Poliya, la niña que hace el punto de vista de Ensenada, la niña de la memoria, llena de matices y dobleces un mundo que aparenta ser puro gris. O puro negro y blanco. (Estamos en 1955 y hay unos cuantos negros en Ensenada, negros peronistas sobre todo). La mirada de Poliya se extiende a través de las páginas como el ojo de un director de cine candoroso; un director que además se empeña en ocuparse de todo: producción, sonido, vestuario, guión, etcétera etcétera... la mirada y el empeño de un escritor, digamos. Poliya –la voz narradora que se apoya en Poliya y, con ella, en el amoroso léxico familiar que Poliya persigue–, Poliya desubica cada cosa en su lugar, arma una posible puesta en escena a partir de perfectos planos secuencia, y hace así que la narración avance. Es un avance al galope de las voces que Poliya registra, las voces que el narrador recupera, atravesadas, desde luego, por la literatura. Todo esto, quiero decir, conseguido desde una abrumadora destreza técnica. O sea, el tipo es un escritor de puta madre.

 La patria es el otro, eso es algo que sabemos hasta el hartazgo, y capaz que de tanto saberlo perdimos las últimas elecciones. También la narración es el otro, la voz del otro, la mirada del otro. Cualquiera que escribe –que es lo mismo que decir, cualquiera que lee– lo hace para ver y sentir desde el terreno ajeno. Lo que supone que uno –lector o narrador– esté bien dispuesto a habitar aunque sea por un rato sus zonas más oscuras. A cuánto estamos dispuestos nosotros... Ensenada es una novela políticamente incómoda. Así como también lo es Una misma noche, su novela anterior. Entre otros ecos, a mí me llegó el alarido de Germán Rozenmacher y su “Cabecita negra”; se acordarán: el señor Lanari, un burgués pequeño pequeño, que una noche cualquiera sufre la intromisión de la negrada y su barbarie. Es cierto que son autores de distinta factura, Rozenmacher y Brizuela; es verdad que la familia Grimau, de Ensenada, es entrañable, política y humanamente (ya sé que son sinónimos); mientras que el señor Lanari de “Cabecita negra” no merece ninguna simpatía. Pero en ambos casos late el desbarajuste que el peronismo –tanto en su esplendor como en su ocaso– provocó en nuestra vida.

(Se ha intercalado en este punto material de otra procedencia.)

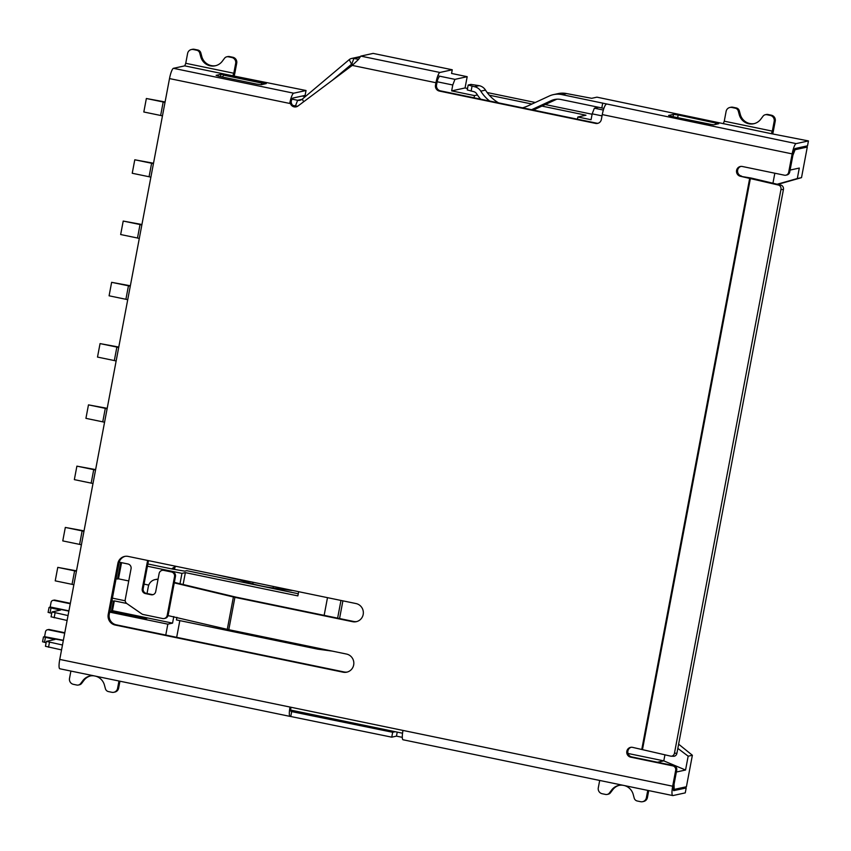 <?xml version="1.0" encoding="UTF-8"?>
<svg xmlns="http://www.w3.org/2000/svg" width="851" height="851" viewBox="0 0 851 851"><rect width="100%" height="100%" fill="white"/><g stroke="black" fill="none" stroke-linecap="round" stroke-linejoin="round"><path stroke-width="1.28" d="M173.795 616.56L172.551 623.123L112.46 610.688L147.095 618.252L145.521 618.603L109.822 611.263M172.551 623.123L167.828 624.155L109.662 612.124M120.672 562.479L117.534 579.031L118.48 578.829L121.544 562.66M111.524 610.901L113.374 601.093L114.321 600.891L112.46 610.688M109.939 611.241L119.278 561.83M298.648 591.69L297.861 595.891L185.369 572.627L181.954 573.372L147.425 566.223M298.265 593.743L186.773 570.681L184.678 571.138L172.572 569.085L147.851 563.968M113.374 601.093L111.917 600.795M126.703 603.444L114.321 600.891M125.214 600.795L112.417 598.147M116.087 578.733L117.534 579.031M118.48 578.829L128.756 580.956M144.042 584.116L148.755 585.094M176.668 637.314L179.827 620.624M176.923 617.315L176.434 619.922L317.763 649.164L317.955 648.143M167.828 624.155L165.764 635.059M657.451 762.251L663.791 760.868L664.95 754.784M628.006 753.465L663.791 760.868L685.555 770.017L676.364 772.027L674.045 784.282L674.183 789.42L686.417 786.75L692.374 755.262L678.63 744.178M674.183 789.42L673.375 789.249M402.544 733.222L290.723 710.085M174.593 569.053L174.966 567.074M305.222 96.652L302.211 96.035M467.529 88.472L465.05 87.961L467.188 76.686L451.562 73.452L452.253 69.771L373.132 53.4L360.792 56.102L358.473 59.496L352.24 65.41L297.978 106.013A5.01 4.893 -102.3 0 1 290.255 100.971L291.297 100.748A5.01 4.893 -102.3 0 0 296.648 106.715M592.105 114.247L545.246 104.545M535.29 102.492L487.155 92.525M777.825 184.39L801.514 177.636L807.291 147.053L804.525 146.478M474.081 97.812L474.496 95.599L477.422 94.972M465.05 87.961L451.658 90.876L474.496 95.599M451.658 90.876L452.775 84.994L436.191 81.568M353.165 64.389L351.729 64.091L353.899 58.453L358.516 59.4M332.188 80.409L351.729 64.091M297.765 106.162A11.265 10.999 77.7 0 1 295.467 105.939L292.787 105.386M801.514 177.636L797.313 178.55L799.291 168.062L790.1 170.072L792.877 155.361L795.057 149.723L807.291 147.053M602.029 115.874L592.179 113.843L591.073 119.725L577.85 116.991L577.435 119.193M489.304 95.206L531.949 104.035M541.906 106.088L585.988 115.215L577.85 116.991M603.348 110.056L594.36 108.194L598.561 107.279M794.387 149.585L795.057 149.723M185.369 572.627L183.125 584.477M181.954 573.372L179.997 583.722M324.146 615.369L327.497 597.657M677.832 748.391L688.172 756.177L692.374 755.262M797.313 178.55L777.176 184.231M772.942 183.231L774.835 173.21M688.172 756.177L685.555 770.017M437.829 75.813L454.945 79.356L467.188 76.686M303.658 101.758L302.307 99.11L349.229 59.634A5.755 5.627 77.7 0 1 353.899 58.453L359.622 57.198M302.307 99.11A5.755 5.627 77.7 0 1 297.637 100.29L302.02 99.333M291.989 99.12L297.637 100.29L295.467 105.939M339.56 618.549L342.9 600.849M332.273 651.111L317.763 649.164M340.964 600.444L337.624 618.156M594.36 108.194L592.179 113.843M452.775 84.994L454.945 79.356M222.419 77.016L223.536 75.133L225.164 74.771L263.619 82.728L263.331 84.26M263.619 82.728L261.991 83.09L261.023 84.728M223.536 75.133L261.991 83.09M676.641 117.47L713.17 124.81M68.931 610.858L50.188 606.976L49.039 607.486L60.581 610.061L51.985 611.965L68.037 615.571M51.145 616.815L67.112 620.475M50.188 606.976L51.071 602.327A2.5 2.447 77.7 0 1 53.932 600.37L70.271 603.753M51.73 613.316L48.167 612.358M52.932 600.37L53.985 600.146A2.5 2.447 77.7 0 1 54.985 600.136L70.356 603.316M147.617 560.437L142.245 588.849A4.01 3.915 -102.3 0 0 145.351 593.562L151.116 594.753A4.01 3.915 -102.3 0 0 155.712 591.626L159.137 573.489A4.01 3.915 -102.3 0 1 163.722 570.372L171.413 571.957A4.01 3.915 -102.3 0 1 174.519 576.68L167.2 615.401A4.01 3.915 -102.3 0 1 162.615 618.528L143.202 614.507A4.01 3.915 -102.3 0 1 141.766 613.89L126.916 603.604A4.01 3.915 -102.3 0 1 125.246 599.508L131.065 568.702A4.01 3.915 -102.3 0 0 127.958 563.99L119.214 562.181M153.18 594.615A4.01 3.915 -102.3 0 1 152.063 594.551L146.298 593.36A4.01 3.915 -102.3 0 1 143.191 588.637L148.489 560.618M164.211 618.517L165.158 618.315A4.01 3.915 -102.3 0 0 168.147 615.199L175.466 576.467A4.01 3.915 -102.3 0 0 172.359 571.755L164.668 570.159A4.01 3.915 -102.3 0 0 163.073 570.17L162.126 570.372M62.474 645.005L46.369 641.388L55.028 639.463L43.475 636.899L63.325 640.537M61.549 649.909L45.443 646.292L46.369 641.388M46.124 642.718L42.603 641.771M63.368 640.271L44.529 636.644M44.624 636.388L45.507 631.74A2.5 2.447 77.7 0 1 48.379 629.783L64.719 633.165M47.379 629.783L48.433 629.559A2.5 2.447 77.7 0 1 49.422 629.549L64.793 632.729M76.494 570.851A7.51 0.638 10.7 0 0 75.537 570.649L57.772 567.372L74.601 570.851L72.048 584.339L73.856 584.786M72.048 584.339L55.219 580.85L57.772 567.372M74.601 570.851L76.409 571.298M171.657 568.893L175.572 566.223M176.072 566.33L172.157 569M242.035 579.978L241.918 580.627L252.768 583.882A15.839 1.362 10.7 0 0 273.086 588.009L291.085 590.413A6.255 5.266 -71.6 0 0 292.404 590.403M241.918 580.627A15.595 1.34 10.7 0 0 236.067 579.127L236.142 578.754M216.484 574.691L236.067 579.127M84.036 530.896A7.51 0.638 10.7 0 0 83.09 530.694L65.325 527.429L82.143 530.907L79.6 544.385L81.409 544.831M79.6 544.385L62.772 540.906L65.325 527.429M82.143 530.907L83.951 531.354M95.62 469.624A7.51 0.638 10.7 0 0 94.663 469.422L76.898 466.146L93.727 469.635L91.174 483.113L92.982 483.559M91.174 483.113L74.345 479.634L76.898 466.146M93.727 469.635L95.535 470.082M107.194 408.352A7.51 0.638 10.7 0 0 106.247 408.15L88.472 404.874L105.301 408.352L102.758 421.841L104.556 422.287M102.758 421.841L85.93 418.352L88.472 404.874M105.301 408.352L107.109 408.799M141.926 224.536A7.51 0.638 10.7 0 0 140.979 224.334L123.214 221.058L140.032 224.536L137.49 238.014L139.298 238.461M137.49 238.014L120.661 234.536L123.214 221.058M140.032 224.536L141.84 224.983M118.768 347.08A7.51 0.638 10.7 0 0 117.821 346.878L100.056 343.602L116.874 347.08L114.332 360.558L116.14 361.015M114.332 360.558L97.503 357.08L100.056 343.602M116.874 347.08L118.683 347.527M130.352 285.808A7.51 0.638 10.7 0 0 129.405 285.606L111.63 282.33L128.458 285.808L125.905 299.286L127.714 299.733M125.905 299.286L109.088 295.808L111.63 282.33M128.458 285.808L130.267 286.255M153.51 163.254A7.51 0.638 10.7 0 0 152.552 163.052L134.788 159.786L151.616 163.264L149.063 176.742L150.872 177.189M149.063 176.742L132.235 173.264L134.788 159.786M151.616 163.264L153.425 163.711M165.083 101.982A7.51 0.638 10.7 0 0 164.137 101.78L146.361 98.503L163.19 101.992L160.648 115.47L162.445 115.917M160.648 115.47L143.819 111.992L146.361 98.503M163.19 101.992L164.998 102.439M356.814 621.549A9.265 9.042 -102.3 0 1 353.654 621.464L235.887 597.104L174.338 582.403M167.2 615.401L228.791 629.697L346.485 654.047A9.265 9.042 77.7 0 1 346.751 672.173A9.265 9.042 77.7 0 1 343.059 672.184L115.204 625.049A9.01 8.797 77.7 0 1 108.215 614.433L117.853 563.447A9.01 8.797 77.7 0 1 128.171 556.416L356.026 603.561A9.265 9.042 77.7 0 1 356.292 621.677A9.265 9.042 77.7 0 1 352.601 621.698L234.908 597.349L174.253 582.861M522.525 107.832A38.508 37.604 77.7 0 0 528.269 105.737L549.203 96.046A21.264 20.764 -102.3 0 1 561.873 94.599L796.111 143.617A10.01 1.968 101.7 0 0 792.153 153.882L788.686 172.264A3.755 3.67 -102.3 0 1 784.377 175.189L742.317 166.488A5.01 4.893 -102.3 0 0 736.498 171.413A5.01 4.893 -102.3 0 0 740.466 176.295L778.474 185.05L780.92 185.124L752.858 178.444A7.51 0.638 -169.3 0 0 750.763 177.976L740.466 176.295M360.792 56.102L439.914 72.463A10.01 1.968 101.7 0 0 435.957 82.728L435.499 85.185A5.01 4.893 -102.3 0 0 439.382 91.078L595.615 123.406A5.01 4.893 -102.3 0 0 601.349 119.491L602.274 114.587A10.01 1.968 -78.3 0 1 606.22 104.333M289.787 103.439L290.255 100.971A10.01 1.968 101.7 0 1 293.691 93.195L306.03 90.504L232.823 75.803L233.812 73.239L185.741 63.293L187.603 53.443A5.01 4.893 -102.3 0 1 191.337 49.549L192.39 49.315A5.01 4.893 -102.3 0 1 194.379 49.305L197.783 50.007A4.01 3.915 -102.3 0 1 200.815 52.9L201.815 56.57A12.52 12.222 77.7 0 0 215.739 65.676M60.006 668.758A10.01 1.968 -78.3 0 1 59.825 668.769A10.01 1.968 -78.3 0 1 59.751 659.419L169.509 78.579A10.01 1.968 -78.3 0 1 173.455 68.314L293.691 93.195M59.751 659.419L672.673 786.218A10.01 1.968 101.7 0 0 672.747 795.568A10.01 1.968 101.7 0 0 672.918 795.568L685.257 792.877L686.193 787.973L673.673 790.632M631.102 747.284A5.01 4.893 -102.3 0 0 631.761 756.933L673.822 765.645A3.755 3.67 -102.3 0 1 676.736 770.059L675.683 770.293L672.673 786.218M675.683 770.293A3.755 3.67 -102.3 0 0 672.769 765.868L630.708 757.167A5.01 4.893 77.7 0 1 630.57 747.369A5.01 4.893 77.7 0 1 632.559 747.359L670.567 756.113A3.755 3.276 -88.1 0 0 674.46 753.209L676.907 753.284L783.42 189.571A3.755 3.276 -88.1 0 0 780.92 185.124M125.108 556.341A9.01 8.797 -102.3 0 0 118.895 563.224L117.853 563.447M347.272 672.035A9.265 9.042 -102.3 0 1 344.112 671.96L116.247 624.815A9.01 8.797 -102.3 0 1 109.268 614.199L118.895 563.224M796.111 143.617L808.45 140.926L807.525 145.819L795.185 148.521A5.01 0.989 -78.3 0 0 793.206 153.648L789.728 172.03L788.686 172.264M785.877 175.178L786.93 174.955A3.755 3.67 -102.3 0 0 789.728 172.03M740.859 166.413A5.01 4.893 -102.3 0 0 741.519 176.061M676.736 770.059L673.726 785.994A5.01 0.989 101.7 0 0 673.758 790.664A5.01 0.989 101.7 0 0 673.843 790.664M437.01 82.504L436.542 84.951A5.01 4.893 -102.3 0 0 440.424 90.844L596.657 123.172A5.01 4.893 -102.3 0 0 598.125 123.246M94.206 675.875A12.52 12.222 77.7 0 0 82.898 680.577L80.643 683.576A4.01 3.915 -102.3 0 1 76.781 685.034L73.388 684.332A5.01 4.893 -102.3 0 1 69.505 678.438L70.899 671.056M185.741 63.293L184.752 65.857L173.455 68.314M191.337 49.549A5.01 4.893 -102.3 0 1 193.337 49.539L196.73 50.241A4.01 3.915 -102.3 0 1 199.762 53.124L200.762 56.794A12.52 12.222 77.7 0 0 222.281 61.251L224.536 58.251A4.01 3.915 -102.3 0 1 228.387 56.794L231.791 57.496A5.01 4.893 -102.3 0 1 235.674 63.389L233.812 73.239M235.674 63.389L236.716 63.165L234.865 73.005A7.51 1.479 -78.3 0 1 234.153 76.058M236.716 63.165A5.01 4.893 -102.3 0 0 232.844 57.262L229.44 56.56A4.01 3.915 -102.3 0 0 227.845 56.57L226.791 56.794M291.233 101.29A5.01 0.989 101.7 0 1 292.755 98.099L305.105 95.397L306.03 90.504M774.187 121.321L772.336 131.128L724.265 121.182L726.116 111.375A5.01 4.893 77.7 0 1 731.849 107.471L735.243 108.173A4.01 3.915 77.7 0 1 738.274 111.056L739.274 114.725A12.52 12.222 -102.3 0 0 760.794 119.183L763.049 116.183A4.01 3.915 77.7 0 1 766.911 114.725L770.304 115.428A5.01 4.893 77.7 0 1 774.187 121.321L775.24 121.097L773.389 130.894A7.51 1.479 -78.3 0 1 772.676 133.947M561.873 94.599L566.596 93.567L591.679 98.312L596.934 97.163L771.346 133.692L772.336 131.128M765.315 114.725L766.357 114.502A4.01 3.915 77.7 0 1 767.953 114.491L771.357 115.193A5.01 4.893 77.7 0 1 775.24 121.097M729.85 107.481L730.903 107.247A5.01 4.893 77.7 0 1 732.902 107.237L736.296 107.939A4.01 3.915 77.7 0 1 739.328 110.832L740.327 114.502A12.52 12.222 -102.3 0 0 754.263 123.608M603.87 108.428L601.806 107.949L602.731 103.045M531.588 109.705L551.257 100.609A16.254 15.871 77.7 0 1 560.937 99.493L601.806 107.949M119.938 681.204L118.629 688.151A5.01 4.893 -102.3 0 1 114.885 692.054L113.843 692.278A5.01 4.893 -102.3 0 0 117.576 688.385L118.629 688.151M78.377 685.034L79.43 684.8A4.01 3.915 -102.3 0 0 81.685 683.342L83.951 680.343A12.52 12.222 77.7 0 1 90.483 675.928M113.843 692.278A5.01 4.893 -102.3 0 1 111.843 692.288L108.449 691.586A4.01 3.915 -102.3 0 1 105.418 688.704L104.418 685.034A12.52 12.222 77.7 0 0 95.663 676.183M118.97 681.002L117.576 688.385M622.996 785.282A12.52 12.222 -102.3 0 0 611.688 789.983L609.433 792.972A4.01 3.915 77.7 0 1 605.572 794.44L602.178 793.738A5.01 4.893 77.7 0 1 598.296 787.835L599.689 780.452M648.728 790.6L647.42 797.557A5.01 4.893 77.7 0 1 643.675 801.451L642.633 801.685A5.01 4.893 77.7 0 1 640.633 801.695L637.239 800.993A4.01 3.915 77.7 0 1 634.208 798.1L633.208 794.43A12.52 12.222 -102.3 0 0 624.453 785.579M619.273 785.324A12.52 12.222 -102.3 0 0 612.741 789.749L610.475 792.749A4.01 3.915 77.7 0 1 608.22 794.206L607.167 794.43M647.76 790.398L646.366 797.781A5.01 4.893 77.7 0 1 642.633 801.685M395.247 731.711L392.673 732.275L291.021 711.468M683.427 787.398L686.193 787.973M402.3 737.349L396.47 736.136L391.747 737.168L290.265 716.404A10.01 1.968 101.7 0 1 290.095 716.404A10.01 1.968 101.7 0 1 290.021 707.053M808.45 140.926L771.346 133.692M678.162 114.991L673.481 114.385L668.588 115.449L671.599 116.427L709.096 124.182L713.776 124.799L718.755 123.682L678.162 114.991L677.694 117.47M225.111 74.792L221.005 74.292L216.122 75.356L219.122 76.335L256.619 84.089L261.31 84.706L266.278 83.589L263.619 82.749M437.159 81.77A5.01 0.989 -78.3 0 1 438.988 77.367M439.914 72.463L452.253 69.771M403.236 739.774A10.01 1.968 -78.3 0 1 403.055 739.774A10.01 1.968 -78.3 0 1 402.991 730.424M290.989 707.255A5.01 0.989 101.7 0 0 291.106 711.5A5.01 0.989 101.7 0 0 291.191 711.5M397.226 732.115L396.47 736.136M392.673 732.275L391.747 737.168M291.723 711.383L290.797 716.287M489.633 101.024A38.508 37.604 77.7 0 1 480.783 91.142A9.935 9.701 -102.3 0 0 474.443 86.696L468.178 85.036L470.911 84.398L479.177 85.664A9.935 9.701 -102.3 0 1 485.506 90.11A38.508 37.604 77.7 0 0 498.558 102.875M468.178 85.036L467.252 89.94L473.518 91.6A4.925 4.808 77.7 0 1 476.666 93.801A43.518 42.497 77.7 0 0 480.602 99.163M523.014 107.694A38.508 37.604 77.7 0 1 522.323 107.79M566.596 93.567A21.264 20.764 -102.3 0 0 558.128 93.61L553.405 94.642M532.322 109.864L535.056 109.268L555.99 99.578A16.254 15.871 77.7 0 1 556.873 99.195M535.056 109.268A43.518 42.497 77.7 0 1 533.237 110.056M290.191 101.269A10.01 1.968 101.7 0 0 289.734 103.45L169.509 78.579M723.276 123.746L724.265 121.182M778.474 185.05A3.755 3.276 -88.1 0 1 780.973 189.486L674.46 753.209M671.131 756.199L673.577 756.273A3.755 3.276 -88.1 0 0 676.907 753.284M157.999 579.488A9.01 8.797 -102.3 0 0 148.319 586.637L147.021 593.509M158.063 579.191A9.01 8.797 -102.3 0 0 156.105 579.393L155.052 579.616M351.527 64.144L349.229 59.634M55.081 612.89L54.156 617.794M50.092 607.242L68.878 611.124M54.985 600.136L53.932 600.37M50.964 608.071L50.039 612.965M143.191 588.637L142.245 588.849M152.063 594.551L151.116 594.753M146.298 593.36L145.351 593.562M172.359 571.755L171.413 571.957M164.668 570.159L163.722 570.372M175.466 576.467L174.519 576.68M49.464 642.314L48.539 647.217M49.422 629.549L48.379 629.783M45.411 637.473L44.486 642.377M273.384 586.467L273.086 588.009M252.768 583.882L253.077 582.265M353.654 621.464L352.601 621.698M233.397 597.008L227.281 629.368M792.153 153.882L602.274 114.587M435.957 82.728L352.24 65.41M641.803 749.274L749.71 178.199M234.908 597.349L228.791 629.697M231.791 57.496L232.844 57.262M228.387 56.794L229.44 56.56M196.73 50.241L197.783 50.007M193.337 49.539L194.379 49.305M735.243 108.173L736.296 107.939M731.849 107.471L732.902 107.237M770.304 115.428L771.357 115.193M766.911 114.725L767.953 114.491M184.752 65.857L232.823 75.803M435.499 85.185L436.542 84.951M439.382 91.078L440.424 90.844M595.615 123.406L596.657 123.172M471.114 91.1L472.039 86.196M480.783 91.142L485.506 90.11M474.443 86.696L479.177 85.664M555.99 99.578L551.257 100.609M673.481 114.385L673.035 116.725M715.659 122.746L715.34 124.459M221.005 74.292L220.558 76.633M646.366 797.781L647.42 797.557M611.688 789.983L612.741 789.749M609.433 792.972L610.475 792.749M82.898 680.577L83.951 680.343M80.643 683.576L81.685 683.342M739.274 114.725L740.327 114.502M738.274 111.056L739.328 110.832M199.762 53.124L200.815 52.9M200.762 56.794L201.815 56.57M673.822 765.645L672.769 765.868M631.761 756.933L630.708 757.167M780.973 189.486L783.42 189.571M642.505 749.433L750.412 178.359M344.112 671.96L343.059 672.184M116.247 624.815L115.204 625.049M109.268 614.199L108.215 614.433M351.601 58.464L360.058 56.613M49.039 607.486L48.103 612.39M51.985 611.965L51.06 616.869M43.475 636.899L42.55 641.803M59.825 668.769L290.095 716.404M403.055 739.774L672.747 795.568"/></g></svg>

Sin embargo lo que yo más envidio de Brizuela es, una vez más, la literatura. Leí una hermosa reseña que la escritora Pía Bouzas hizo de Ensenada. Como a Pía, también a mí me encantó el trabajo de Brizuela con el lenguaje. Busqué decir lo mismo que Pía de otra manera, pero para qué... dice Pía: “Los personajes son voces (¿cómo podrían ser de otra manera?) y en sus voces resuena un español rioplatense un poco anacrónico y a la vez profundamente íntimo. ¿Cuánto de esa lengua nos sigue hablando hoy?” 

Otra vez, digo yo, es el amoroso léxico familiar lo que deslumbra, el amor a las personas y a las palabras. Junto con las voces –y también esto señala Pía– junto con las voces están las imágenes, que además de puntillosas y delicadas redondean el mundo de esta novela. 

“La tía –dice el narrador de Brizuela en las primeras paginas–, la tía dejó caer el bife sobre un montón de harina y comenzó a palmearlo como dándole ánimos”. 

Qué belleza, una imagen que por sí sola –como suele decirse– es capaz de construír un mundo, una imagen que resume una época. Aunque la memoria que narra Leopoldo Brizuela se asiente mucho más en el lenguaje, en el léxico familiar, que en la pretensión de describir algo de manera fiel. 

Nunca es fiel la escritura, pero como dice el propio Brizuela, es siempre más profunda y verdadera. 

Toda la verdad de esta novela se asienta en los berrinches de la abuela, en el parloteo de los tanos, en los temores de la tía Tota, en los dislates de Poliya... en la fisura de esas voces que, juntas, son un griterío. El grito de corazón de Leopoldo Brizuela, este prócer que por suerte no lo es. 

Texto de presentación de Ensenada, 

último libro publicado de Leopoldo Brizuela.